Is there a written contract? if so, what does it specify?
Personally, if a contractor failed to do the job to my satisfaction I'd hire someone else to fix it before I'd pay him more.


----------



## Gregsoldtruck79 (Dec 21, 2017)

Not a lick of the resemblance of being a painter, is in me. So I have often wondered about this topic. I know some stains have a sealer built in them. So to me, if I applied a stain with sealer in it, the second coat would not be soaking in to the wood anyway ? How does this work anyway ? Do they make stains with no sealers in them ?


----------



## Gymschu (Dec 12, 2010)

@Gregsoldtruck79, "sealer" is one of those terms like "enamel." It can mean just about anything, especially in the painting world. Each brand/type of sealer/stain has its own set of directions for application. Some are "wet on wet" applications where a coat is applied and before it is dry, another coat is applied for maximum soak-in ability. Once those types of sealers dry, you would be correct, applying another coat would just lay on the surface. CWF-UV from Flood Co is like that. Solid stains, on the other hand, are more like paint and require 2 coats just like paint. They don't soak in like stains did back in the old days. 

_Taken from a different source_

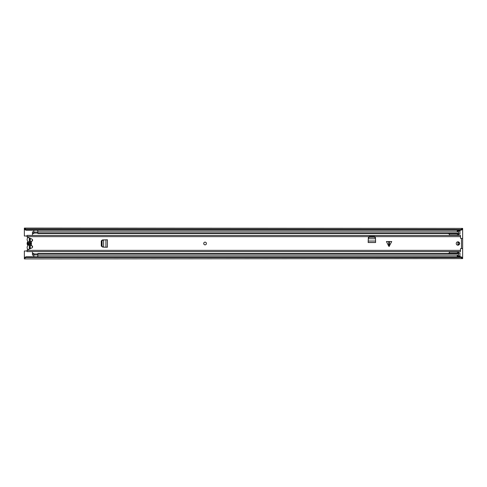<?xml version="1.0" encoding="UTF-8"?>
<svg xmlns="http://www.w3.org/2000/svg" width="487" height="487" viewBox="0 0 487 487"><rect width="100%" height="100%" fill="white"/><g stroke="black" fill="none" stroke-linecap="round" stroke-linejoin="round"><path stroke-width="0.73" d="M458.577 244.87A1.516 1.516 0 0 0 458.571 242.124M458.602 234.058L459.953 234.058L459.953 231.027L457.256 231.027L457.256 231.855M457.256 255.145L457.256 255.973L459.953 255.973L459.953 252.942L458.602 252.942M24.35 257.611L26.036 256.789L26.036 257.501L24.35 258.317L24.35 250.994L27.047 250.994M26.036 256.789L460.964 256.789L462.65 257.611L462.65 238.533L460.495 238.326L460.495 235.398L27.047 235.398L27.047 236.925L31.898 239.087A1.181 1.181 0 0 1 31.43 241.345L31.43 245.655A1.181 1.181 0 0 1 31.898 247.913L27.047 250.075L27.047 251.602L460.495 251.602L460.495 248.674L462.65 248.467M461.639 238.533L462.65 238.441L462.65 229.389L460.964 230.211L460.964 229.499L462.65 228.683L462.65 229.389M27.047 236.006L24.35 236.006L24.35 228.683L26.036 229.499L460.964 229.499M462.65 258.603L24.35 258.907L462.65 258.603L460.964 257.501L460.964 256.789M462.65 257.611L462.65 258.317M24.35 228.397L462.65 228.397L24.35 228.093L24.35 228.683M26.036 229.499L26.036 230.211L460.964 230.211M26.036 257.501L460.964 257.501M26.036 230.211L24.35 229.389M459.953 255.973L459.953 256.649L457.256 256.649L459.953 256.448M457.256 256.448L457.256 255.973M457.256 231.027L457.256 230.552L459.953 230.552L459.953 231.027M459.953 230.552L457.256 230.552M31.43 244.955A2.125 2.125 0 0 1 30.291 245.588L30.291 248.455L29.275 248.455L29.275 247.463L30.084 247.463L30.084 238.545M29.275 248.455L29.275 238.545L29.275 239.537L30.084 239.537M30.084 248.455L30.084 247.463M31.898 245.758A1.077 1.077 0 0 0 32.039 246.099A2.66 2.66 0 0 1 32.44 247.42M28.124 249.594A2.66 2.66 0 0 1 27.534 246.093A1.077 1.077 0 0 0 27.534 244.955A2.764 2.764 0 0 1 27.534 242.045A1.077 1.077 0 0 0 27.534 240.907A2.66 2.66 0 0 1 28.124 237.406M30.291 245.588L30.291 244.748L31.131 243.5L30.291 242.252L30.291 241.412A2.125 2.125 0 0 1 31.43 242.045M31.898 241.242A1.077 1.077 0 0 1 32.039 240.901A2.66 2.66 0 0 0 32.44 239.58M29.275 242.252L28.435 243.5L29.275 245.533A2.125 2.125 0 0 1 29.275 241.467L29.275 242.252M30.291 241.412L30.291 238.545L29.275 238.545M32.44 240.742L32.44 239.61M32.44 247.39L32.44 246.258M32.44 253.465L32.44 255.145L33.792 255.145L33.792 253.465L32.44 253.465L32.44 251.602M32.44 253.824L33.792 253.824M32.44 235.398L32.44 233.535L33.792 233.535L33.792 231.855L32.44 231.855L32.44 233.176L33.792 233.176M32.44 233.535L32.44 233.176M37.834 231.855L37.834 233.176L458.602 233.176L458.602 231.855L37.834 231.855M449.385 233.535L37.834 233.535L37.834 233.176M458.559 233.535L458.602 233.176M458.602 235.398L458.602 233.535M458.559 253.465L458.602 251.602M37.834 253.824L458.602 253.824L458.602 255.145L37.834 255.145L37.834 253.465L449.385 253.465M458.602 253.465L458.602 253.824M37.803 254.007L37.803 256.789M33.822 256.789L33.822 253.934L37.803 253.934M33.822 232.993L33.822 230.211M37.803 230.211L37.803 233.066L33.822 233.066M458.37 245.125A3.506 3.506 0 0 1 458.973 244.492L458.888 244.048A3.707 3.707 0 0 0 458.285 244.559L457.938 244.431A12.559 12.559 0 0 1 457.938 242.569L458.973 243.001L458.973 242.514A3.506 3.506 0 0 1 458.37 241.875M449.385 253.824L449.385 251.828L456.703 251.828L449.385 251.602M458.559 233.176L458.559 234.503L456.703 235.178L449.385 235.398M458.559 234.405L458.559 235.398M449.385 235.172L456.703 235.172L449.385 235.172L449.385 233.176M449.385 233.973L458.559 233.973M458.188 234.637L458.559 234.637M449.385 233.857L446.829 233.37M449.385 253.143L446.841 253.63M458.559 251.602L458.559 252.369L458.188 252.369M449.385 253.027L458.559 253.027L458.559 252.503L456.703 251.828M458.559 253.824L458.559 253.027M389.083 241.546L391.737 241.546L389.083 246.446L388.681 246.057L388.681 241.546L389.083 241.546M388.681 241.546L386.428 241.546L388.681 246.057M456.246 243.5A1.686 1.686 0 0 0 457.932 245.186A1.686 1.686 0 0 0 459.618 243.5A1.686 1.686 0 0 0 457.932 241.814A1.686 1.686 0 0 0 456.246 243.5M203.718 243.5A1.351 1.351 0 0 0 205.064 244.851A1.351 1.351 0 0 0 206.415 243.5A1.351 1.351 0 0 0 205.064 242.149A1.351 1.351 0 0 0 203.718 243.5A1.351 1.351 0 0 1 205.064 242.149A1.351 1.351 0 0 1 206.415 243.5A1.351 1.351 0 0 1 205.064 244.851A1.351 1.351 0 0 1 203.718 243.5M368.251 238.733L375.501 238.733L375.465 238.106L374.46 237.218L369.176 237.224L368.312 238.106L368.178 242.538L375.599 242.538L375.514 238.624M368.324 237.425L369.176 236.834L374.46 236.822L375.465 237.717L374.546 236.42L369.231 236.42L368.324 237.425M102.081 240.931L102.093 246.215L102.976 247.079L104.979 247.207L107.408 247.207L107.408 239.793L102.976 239.921L102.081 240.931L101.692 240.931L102.294 239.939L101.29 240.949L101.29 246.051L102.587 247.079L101.704 246.215L101.692 240.931M27.047 236.639L460.495 236.639M461.639 248.467L462.65 248.559M375.465 238.106L375.507 238.496M368.263 238.624L368.312 238.106M102.976 239.921L103.366 239.878M103.366 247.122L102.976 247.079M103.603 247.11L103.603 239.89M30.291 244.748L30.291 242.252M24.35 257.355L24.874 257.355M462.126 257.355L462.65 257.355M24.35 229.645L24.874 229.645M462.126 229.645L462.65 229.645M457.256 256.308L459.953 256.308M459.953 230.692L457.256 230.692M368.464 236.95L368.817 236.95M374.96 236.95L375.313 236.95M33.822 254.945L37.803 254.945M37.803 232.055L33.822 232.055M389.484 241.546L389.484 246.057M27.047 250.361L460.495 250.361M461.469 248.467L461.469 238.533M374.46 237.218L374.46 236.822M369.316 237.218L369.316 236.822M368.178 241.041L375.599 241.041M368.178 242.508L375.599 242.508M102.081 246.069L101.692 246.069M105.91 247.207L105.91 239.793M107.377 247.207L107.377 239.793M27.047 251.572L460.495 251.572M27.047 235.428L460.495 235.428M368.519 236.865L369.036 236.865M374.74 236.865L375.258 236.865"/></g></svg>

So, I guess I didn't really answer your question other than to say, each has its own set of rules to follow to get maximum performance.


----------



## carpdad (Oct 11, 2010)

Here's a story that goes against the grain.
My parent's house. BTW I'm not a painter. Vertical t&g redwood siding in NJ. From the 50's, solid stain and maybe company called mcclosky with dark brownish/reddish color. By the time they asked me, oil based stains were gone. I used water based cabot. I think I used a primer first I applied 3 coats. Excluding the primer, 2 finish coats were a must. I am pretty sure that stain is over 20 years old (reviewing my age, that stain could be near 30 and, I don't know how, it doesn't look faded. It's also not chalking. The gist is that stains don't have to be considered short term. But about 10 yrs is all anybody would say.

As for your problem, a paint job means the surface must look presentable, finished and last as long as the maker says, as long as you don't have leaks, tree branches hitting it, etc. Blotches don't count. 1 coat, even if the can says 1 coat coverage or primer mixed in (and I don't know if such exist in the stain world), on bare wood will not work. If the can said 1 coat, it should say over a primer or such. Depends on you now. You can take the painter to the small claims court. As with other problems in the forums, send a letter to the painter with a return signature. Take photos of the work. Complain to angie's list and BBB. If the painter is willing to finish the job, I would stand over their shoulders.


----------



## mark sr (Jun 13, 2017)

Normally a primer isn't needed under a solid stain but there are times it's prudent to use an oil base primer first.


----------